I figured it out finally.
In javascript, when you add a function via a FunctionTemplate and then call it as a constructor (e.g. new MyFunction), then in your c++ callback the args.This() will be a new object created by the using the FunctionTemplate's InstanceTemplate object template.
// Everything has to go in a single global template (as I understand)

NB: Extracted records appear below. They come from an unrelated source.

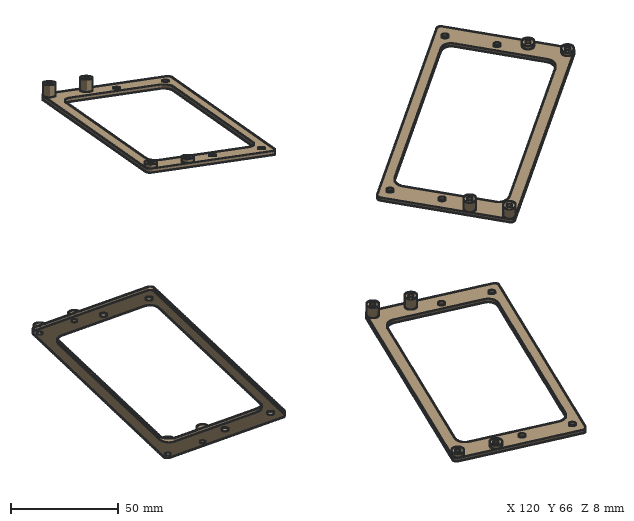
import cadquery as cq

length = 120.0
width = 66.0
plate_thickness = 2.0
plate_corner_radius = 2.0
window_length = 100.0
window_width = 55.0
window_corner_radius = 5.0
window_offset_y = 0.4

mount_hole_diameter = 3.2
mount_hole_x = 54.0
mount_hole_ys = (28.0, 3.0)

standoff_diameter = 5.9
standoff_bore = 2.5
tall_standoff_top = 8.0
short_standoff_top = 2 * plate_thickness
standoff_x = (length - standoff_diameter) / 2
front_standoff_y = -(width - standoff_diameter) / 2
standoff_pitch = 19.0
standoff_ys = (front_standoff_y, front_standoff_y + standoff_pitch)


def rounded_slab(size_x, size_y, radius):
    """Slab of plate thickness with rounded vertical edges, resting on Z = 0."""
    slab = cq.Workplane("XY").box(size_x, size_y, plate_thickness, centered=(True, True, False))
    return slab.edges("|Z").fillet(radius)


def cylinders(points, diameter, height):
    """Vertical cylinders rising from Z = 0 at the given points."""
    return cq.Workplane("XY").pushPoints(points).circle(diameter / 2).extrude(height)


plate = rounded_slab(length, width, plate_corner_radius)
window = rounded_slab(window_length, window_width, window_corner_radius)
frame = plate.cut(window.translate((0, window_offset_y, 0)))

left_points = [(-standoff_x, y) for y in standoff_ys]
right_points = [(standoff_x, y) for y in standoff_ys]
frame = frame.union(cylinders(left_points, standoff_diameter, tall_standoff_top))
frame = frame.union(cylinders(right_points, standoff_diameter, short_standoff_top))

mount_points = [(side * mount_hole_x, y) for side in (-1, 1) for y in mount_hole_ys]
frame = frame.cut(cylinders(mount_points, mount_hole_diameter, plate_thickness))
result = frame.cut(cylinders(left_points + right_points, standoff_bore, tall_standoff_top))

Local<ObjectTemplate> global_templ = ObjectTemplate::New(isolate);
// create the function template and tell it the callback to use
Local<FunctionTemplate> point_constructor = FunctionTemplate::New(isolate, v8_Point);
// set the internal field count so our actual c++ object can tag along
// with the javascript object so our accessors can use it
point_constructor->InstanceTemplate()->SetInternalFieldCount(1);
// associate getters and setters for the 'x' field on point
point_constructor->InstanceTemplate()->SetAccessor(String::NewFromUtf8(isolate, "x"), GetPointX, SetPointX);
... add any other function and object templates to the global template ...
// add the global template to the context our javascript will run in
Local<Context> x_context = Context::New(isolate, NULL, global_templ);
Then, for the actual function:
void v8_Point(const v8::FunctionCallbackInfo<v8::Value>& args) {
// (just an example of a handy utility function)

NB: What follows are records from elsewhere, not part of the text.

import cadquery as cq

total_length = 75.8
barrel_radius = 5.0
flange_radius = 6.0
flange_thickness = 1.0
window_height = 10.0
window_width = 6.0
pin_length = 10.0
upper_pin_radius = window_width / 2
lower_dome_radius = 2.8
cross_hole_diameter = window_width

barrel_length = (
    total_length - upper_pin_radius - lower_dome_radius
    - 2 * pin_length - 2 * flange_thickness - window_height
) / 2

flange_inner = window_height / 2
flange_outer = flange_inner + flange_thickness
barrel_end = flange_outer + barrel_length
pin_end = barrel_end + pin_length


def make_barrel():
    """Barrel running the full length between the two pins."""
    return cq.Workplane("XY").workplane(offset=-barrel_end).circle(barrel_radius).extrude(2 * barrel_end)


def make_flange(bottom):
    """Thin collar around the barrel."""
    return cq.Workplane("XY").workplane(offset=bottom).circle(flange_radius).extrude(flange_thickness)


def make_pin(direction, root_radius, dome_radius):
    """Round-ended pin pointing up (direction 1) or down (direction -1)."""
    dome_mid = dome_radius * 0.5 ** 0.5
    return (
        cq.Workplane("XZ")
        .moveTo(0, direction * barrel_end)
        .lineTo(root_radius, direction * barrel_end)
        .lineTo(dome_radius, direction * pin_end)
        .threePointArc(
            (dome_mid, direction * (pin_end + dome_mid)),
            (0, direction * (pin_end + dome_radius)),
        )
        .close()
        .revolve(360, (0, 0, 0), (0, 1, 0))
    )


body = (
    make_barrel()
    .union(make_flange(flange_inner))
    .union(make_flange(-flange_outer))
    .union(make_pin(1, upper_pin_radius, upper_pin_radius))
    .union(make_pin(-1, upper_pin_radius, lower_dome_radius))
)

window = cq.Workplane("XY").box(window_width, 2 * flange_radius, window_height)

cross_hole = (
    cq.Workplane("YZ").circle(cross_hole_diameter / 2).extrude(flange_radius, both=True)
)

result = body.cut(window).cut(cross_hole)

// whether or not it was called as "new Point()" or just "Point()"
printf("Is constructor call: %s\n", args.IsConstructCall()?"yes":"no");
// create your c++ object that will follow the javascript object around
// make sure not to make it on the stack or it won't be around later when you need it
Point * p = new Point();
// another handy helper function example
// see how the internal field count is what it was set to earlier
// in the InstanceTemplate
printf("Internal field count: %d\n",args.This()->InternalFieldCount()); // this prints the value '1'
// put the new Point object into the internal field
args.This()->SetInternalField(0, External::New(args.GetIsolate(), p));
// return the new object back to the javascript caller
args.GetReturnValue().Set(args.This());
}
Now, when you write the getter and setter, you have access to your actual c++ object in the body of them:
void GetPointX(Local<String> property,
const PropertyCallbackInfo<Value>& info) {
Local<Object> self = info.Holder();
// This is where we take the actual c++ object that was embedded
// into the javascript object and get it back to a useable c++ object
Local<External> wrap = Local<External>::Cast(self->GetInternalField(0));
void* ptr = wrap->Value();
int value = static_cast<Point*>(ptr)->x_; //x_ is the name of the field in the c++ object
// return the value back to javascript
info.GetReturnValue().Set(value);
}
void SetPointX(Local<String> property, Local<Value> value,
const PropertyCallbackInfo<void>& info) {
Local<Object> self = info.Holder();
// same concept here as in the "getter" above where you get access
// to the actual c++ object and then set the value from javascript
// into the actual c++ object field
Local<External> wrap = Local<External>::Cast(self->GetInternalField(0));
void* ptr = wrap->Value();
static_cast<Point*>(ptr)->x_ = value->Int32Value();
}
Almost all of this came from here: https://developers.google.com/v8/embed?hl=en#accessing-dynamic-variables
except it doesn't talk about the proper way to make your objects in a repeatable fashion.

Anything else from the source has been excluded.